A: Since strance traces every single OS system call and prints it out to the display, it causes more frequent interrputs and thus slows down.

Q10: There are two independent sequences of packet IDs.

I expected there would be packets of data being sent to my server besides, but since I'm only listening on port 5001 I'm confused as to why I'm seeing the packet IDs change as if there were two sockets on the same port:
1273986401.734004 IP (tos 0x0, ttl  64, id 9891, offset 0, flags [DF], proto: TCP (6), length: 52) uw1-320-10.uwb.edu.35853 > uw1-320-11.uwb.edu.commplex-link: ., cksum 0x63d0 (correct), ack 1 win 46 < nop,nop,timestamp 98161313 99209533>
1273986401.734020 IP (tos 0x0, ttl  64, id 9892, offset 0, flags [DF], proto: TCP (6), length: 56) uw1-320-10.uwb.edu.35853 > uw1-320-11.uwb.edu.commplex-link: P, cksum 0x6344 (correct), 1:5(4) ack 1 win 46 < nop,nop,timestamp 98161313 99209533>
1273986401.734028 IP (tos 0x0, ttl  64, id 11268, offset 0, flags [DF], proto: TCP (6), length: 52) uw1-320-11.uwb.edu.commplex-link > uw1-320-10.uwb.edu.35853: ., cksum 0x63cc (correct), ack 5 win 46 < nop,nop,timestamp 99209533 98161313>
1273986401.734272 IP (tos 0x0, ttl  64, id 9893, offset 0, flags [DF], proto: TCP (6), length: 1500) uw1-320-10.uwb.edu.35853 > uw1-320-11.uwb.edu.commplex-link: . 5:1453(1448) ack 1 win 46 < nop,nop,timestamp 98161313 99209533>
1273986401.734302 IP (tos 0x0, ttl  64, id 11269, offset 0, flags [DF], proto: TCP (6), length: 52) uw1-320-11.uwb.edu.commplex-link > uw1-320-10.uwb.edu.35853: ., cksum 0x5e0e (correct), ack 1453 win 68 < nop,nop,timestamp 99209533 98161313>

A. Both a client and the corresponding server have their own packet IDs.

Q11: hw3 bad checksum question

I notice that at a certain point one packet always returns with a bad checksum, its always the same packet in he same place. Are we supposed to hard code a bad checksum in our program? That seems like a weird thing to do so I wanted to make sure.

A: Just ignore this problem. :-)

As mentioned in the last class, this checksum error occured due to a packet returned from the server to the client. Note that tcpdump is checking only the data correctness of packets from the client to the server.
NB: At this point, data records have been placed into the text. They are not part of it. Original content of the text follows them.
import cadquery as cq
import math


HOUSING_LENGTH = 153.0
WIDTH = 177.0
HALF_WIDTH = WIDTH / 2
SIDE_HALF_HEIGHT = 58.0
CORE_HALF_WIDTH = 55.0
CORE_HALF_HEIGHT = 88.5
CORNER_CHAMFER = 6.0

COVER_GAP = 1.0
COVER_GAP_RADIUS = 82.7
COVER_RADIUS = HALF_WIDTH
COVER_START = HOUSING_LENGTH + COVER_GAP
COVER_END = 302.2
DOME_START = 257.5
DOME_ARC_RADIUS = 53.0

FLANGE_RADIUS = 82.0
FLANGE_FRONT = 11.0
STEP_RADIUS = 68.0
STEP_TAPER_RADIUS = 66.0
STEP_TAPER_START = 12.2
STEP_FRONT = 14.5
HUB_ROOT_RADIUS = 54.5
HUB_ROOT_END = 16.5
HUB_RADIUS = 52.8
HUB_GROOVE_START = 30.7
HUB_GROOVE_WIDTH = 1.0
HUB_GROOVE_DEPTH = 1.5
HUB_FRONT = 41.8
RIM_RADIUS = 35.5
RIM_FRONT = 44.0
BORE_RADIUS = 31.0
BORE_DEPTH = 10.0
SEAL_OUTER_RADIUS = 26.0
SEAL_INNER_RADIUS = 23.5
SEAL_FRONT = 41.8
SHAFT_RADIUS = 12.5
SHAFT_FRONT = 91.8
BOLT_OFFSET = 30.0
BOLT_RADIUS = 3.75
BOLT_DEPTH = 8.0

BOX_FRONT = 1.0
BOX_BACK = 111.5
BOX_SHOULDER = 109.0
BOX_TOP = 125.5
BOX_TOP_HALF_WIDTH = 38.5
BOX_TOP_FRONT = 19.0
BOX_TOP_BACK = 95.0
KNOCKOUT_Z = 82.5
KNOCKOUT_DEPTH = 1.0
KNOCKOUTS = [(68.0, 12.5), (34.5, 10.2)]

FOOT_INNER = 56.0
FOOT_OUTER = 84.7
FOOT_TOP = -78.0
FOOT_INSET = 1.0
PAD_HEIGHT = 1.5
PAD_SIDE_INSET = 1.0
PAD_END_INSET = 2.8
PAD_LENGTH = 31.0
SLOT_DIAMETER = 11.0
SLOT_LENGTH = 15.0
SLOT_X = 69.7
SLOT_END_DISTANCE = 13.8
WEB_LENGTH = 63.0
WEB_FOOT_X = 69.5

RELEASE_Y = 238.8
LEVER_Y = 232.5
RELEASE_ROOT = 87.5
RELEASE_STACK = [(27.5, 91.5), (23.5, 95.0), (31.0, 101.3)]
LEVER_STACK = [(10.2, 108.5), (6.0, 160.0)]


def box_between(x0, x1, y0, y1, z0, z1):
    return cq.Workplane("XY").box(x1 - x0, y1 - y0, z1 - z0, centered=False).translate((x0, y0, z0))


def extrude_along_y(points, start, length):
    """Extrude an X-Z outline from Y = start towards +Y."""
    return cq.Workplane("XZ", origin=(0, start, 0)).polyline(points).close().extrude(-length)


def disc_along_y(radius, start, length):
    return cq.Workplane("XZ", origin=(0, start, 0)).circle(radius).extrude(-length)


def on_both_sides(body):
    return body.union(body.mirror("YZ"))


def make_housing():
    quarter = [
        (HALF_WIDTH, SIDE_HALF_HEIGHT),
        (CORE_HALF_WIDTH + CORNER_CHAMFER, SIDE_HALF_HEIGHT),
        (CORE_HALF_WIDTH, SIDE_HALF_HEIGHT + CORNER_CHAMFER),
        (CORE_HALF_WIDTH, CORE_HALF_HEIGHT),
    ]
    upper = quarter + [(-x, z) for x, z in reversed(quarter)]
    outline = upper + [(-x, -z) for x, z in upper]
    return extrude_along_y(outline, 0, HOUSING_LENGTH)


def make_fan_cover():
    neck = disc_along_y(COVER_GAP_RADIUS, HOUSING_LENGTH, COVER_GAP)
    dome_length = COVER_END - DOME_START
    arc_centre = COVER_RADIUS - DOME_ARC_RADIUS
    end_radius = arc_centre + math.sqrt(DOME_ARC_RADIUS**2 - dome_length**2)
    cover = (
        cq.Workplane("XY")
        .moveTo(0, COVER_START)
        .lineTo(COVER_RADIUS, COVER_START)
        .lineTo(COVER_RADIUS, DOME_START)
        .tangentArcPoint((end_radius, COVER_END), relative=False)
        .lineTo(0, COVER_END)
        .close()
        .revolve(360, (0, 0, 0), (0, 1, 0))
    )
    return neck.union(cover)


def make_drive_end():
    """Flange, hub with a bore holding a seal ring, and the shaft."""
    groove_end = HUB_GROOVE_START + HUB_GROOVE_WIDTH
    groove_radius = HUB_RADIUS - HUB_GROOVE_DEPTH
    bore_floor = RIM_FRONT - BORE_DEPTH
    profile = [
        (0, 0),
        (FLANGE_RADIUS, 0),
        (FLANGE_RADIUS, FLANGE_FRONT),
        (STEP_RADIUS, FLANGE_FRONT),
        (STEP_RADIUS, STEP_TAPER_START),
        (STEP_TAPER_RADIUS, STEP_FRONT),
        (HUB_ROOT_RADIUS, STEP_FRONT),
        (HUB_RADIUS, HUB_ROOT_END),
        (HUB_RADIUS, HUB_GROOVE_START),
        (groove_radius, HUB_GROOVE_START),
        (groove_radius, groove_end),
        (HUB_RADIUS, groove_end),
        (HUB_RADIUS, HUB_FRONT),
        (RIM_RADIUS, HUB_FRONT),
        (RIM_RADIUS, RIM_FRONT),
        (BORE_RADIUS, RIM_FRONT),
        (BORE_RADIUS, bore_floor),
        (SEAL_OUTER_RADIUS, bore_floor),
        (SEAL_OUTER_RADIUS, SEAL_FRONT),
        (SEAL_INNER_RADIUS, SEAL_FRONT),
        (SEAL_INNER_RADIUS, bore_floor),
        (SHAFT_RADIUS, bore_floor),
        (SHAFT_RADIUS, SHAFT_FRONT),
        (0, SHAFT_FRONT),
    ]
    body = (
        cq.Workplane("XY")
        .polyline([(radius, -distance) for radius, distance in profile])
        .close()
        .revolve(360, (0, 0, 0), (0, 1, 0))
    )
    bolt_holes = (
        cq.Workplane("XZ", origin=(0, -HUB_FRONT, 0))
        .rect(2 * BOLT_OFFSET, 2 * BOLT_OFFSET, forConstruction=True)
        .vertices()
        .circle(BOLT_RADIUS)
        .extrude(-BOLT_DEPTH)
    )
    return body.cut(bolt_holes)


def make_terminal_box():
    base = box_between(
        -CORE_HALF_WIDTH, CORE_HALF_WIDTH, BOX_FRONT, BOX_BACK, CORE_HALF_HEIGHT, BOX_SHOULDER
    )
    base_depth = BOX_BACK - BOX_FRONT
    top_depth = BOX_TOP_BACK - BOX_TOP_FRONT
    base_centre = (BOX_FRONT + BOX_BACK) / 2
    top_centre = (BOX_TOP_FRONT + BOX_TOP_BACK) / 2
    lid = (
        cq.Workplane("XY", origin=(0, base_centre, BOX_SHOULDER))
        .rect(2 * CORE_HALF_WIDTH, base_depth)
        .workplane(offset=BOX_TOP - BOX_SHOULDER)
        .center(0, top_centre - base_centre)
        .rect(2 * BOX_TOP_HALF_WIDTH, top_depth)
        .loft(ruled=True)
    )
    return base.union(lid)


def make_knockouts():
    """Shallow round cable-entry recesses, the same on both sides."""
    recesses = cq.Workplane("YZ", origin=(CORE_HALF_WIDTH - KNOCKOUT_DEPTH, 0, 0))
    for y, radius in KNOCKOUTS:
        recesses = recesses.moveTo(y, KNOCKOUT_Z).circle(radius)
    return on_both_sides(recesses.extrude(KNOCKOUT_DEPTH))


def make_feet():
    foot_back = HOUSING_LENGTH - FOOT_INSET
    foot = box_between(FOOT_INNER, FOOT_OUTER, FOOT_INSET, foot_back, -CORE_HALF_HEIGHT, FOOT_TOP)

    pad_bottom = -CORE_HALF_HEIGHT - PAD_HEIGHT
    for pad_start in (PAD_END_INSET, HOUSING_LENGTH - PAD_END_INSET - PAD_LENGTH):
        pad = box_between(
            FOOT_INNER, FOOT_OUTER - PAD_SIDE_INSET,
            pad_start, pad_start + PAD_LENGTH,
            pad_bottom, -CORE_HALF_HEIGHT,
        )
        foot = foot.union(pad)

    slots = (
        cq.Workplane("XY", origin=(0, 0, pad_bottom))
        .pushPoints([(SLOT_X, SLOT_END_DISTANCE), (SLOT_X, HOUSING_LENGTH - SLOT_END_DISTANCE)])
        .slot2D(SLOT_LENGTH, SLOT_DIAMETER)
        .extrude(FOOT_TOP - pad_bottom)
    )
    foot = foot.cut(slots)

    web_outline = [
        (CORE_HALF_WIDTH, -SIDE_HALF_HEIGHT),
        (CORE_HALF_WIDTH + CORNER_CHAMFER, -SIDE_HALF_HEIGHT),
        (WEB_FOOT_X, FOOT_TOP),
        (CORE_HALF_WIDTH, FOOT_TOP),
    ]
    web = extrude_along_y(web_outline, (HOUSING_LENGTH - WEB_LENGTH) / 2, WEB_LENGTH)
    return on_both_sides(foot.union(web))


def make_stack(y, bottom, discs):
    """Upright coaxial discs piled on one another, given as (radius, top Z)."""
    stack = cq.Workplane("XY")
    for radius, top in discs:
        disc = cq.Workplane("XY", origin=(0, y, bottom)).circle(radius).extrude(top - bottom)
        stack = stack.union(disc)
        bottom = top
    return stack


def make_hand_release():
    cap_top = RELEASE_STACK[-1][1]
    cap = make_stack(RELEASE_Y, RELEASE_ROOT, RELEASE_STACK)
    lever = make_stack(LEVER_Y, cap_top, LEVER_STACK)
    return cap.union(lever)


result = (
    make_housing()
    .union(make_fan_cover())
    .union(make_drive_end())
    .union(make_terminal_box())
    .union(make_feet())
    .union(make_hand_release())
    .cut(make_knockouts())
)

So, ignore this problem.

Q12: For the output from the strace -ttT ttcp call, I forgot how we are supposed to interpret the data

Here's some sample output:
------------------------------------------------------------------------------------------------------------------------------
 ...
19:16:29.574171 write(3, "\4\0\0\0\3245\212\0\270\305\266\277i>\204\0\3\0\0\0\1\0\0\0\4\0\0\0\0\0\0\0"..., 64) = 64 < 0.000018>
19:16:29.574265 write(3, "\4\0\0\0\3245\212\0\270\305\266\277i>\204\0\3\0\0\0\1\0\0\0\4\0\0\0\0\0\0\0"..., 64) = 64 < 0.000015>
19:16:29.574343 write(3, "\4\0\0\0\3245\212\0\270\305\266\277i>\204\0\3\0\0\0\1\0\0\0\4\0\0\0\0\0\0\0"..., 64) = 64 < 0.000014>
 ...
------------------------------------------------------------------------------------------------------------------------------

I remember hearing something about the timestamp in the beginning (i.e. 19:16:29.574171),
and something about the stuff at the end of the line (i.e. < 0.000018>)?

A: Each lap time is time elapsed to handle this write system call.

The timestamp in the beginning is the time at which the system call was called, the time at the right is a lap timestamp that shows the total time for the system call to complete. For example, for the first write() call:
start time: 19.16.29.574171
+lap time:         0.000018
end time:   19.16.29.574189
Notice the end time of the first system call is a bit behind the start time of the next system call. Additional .000076 is the kernel doing other jobs (such as process scheduling). To get more accurate results, as I mentioned a bit in the last class, you would like to get the start time of the very first write(3, ...) call and the lap time of thte very last write(3, ...), and to calculate the average.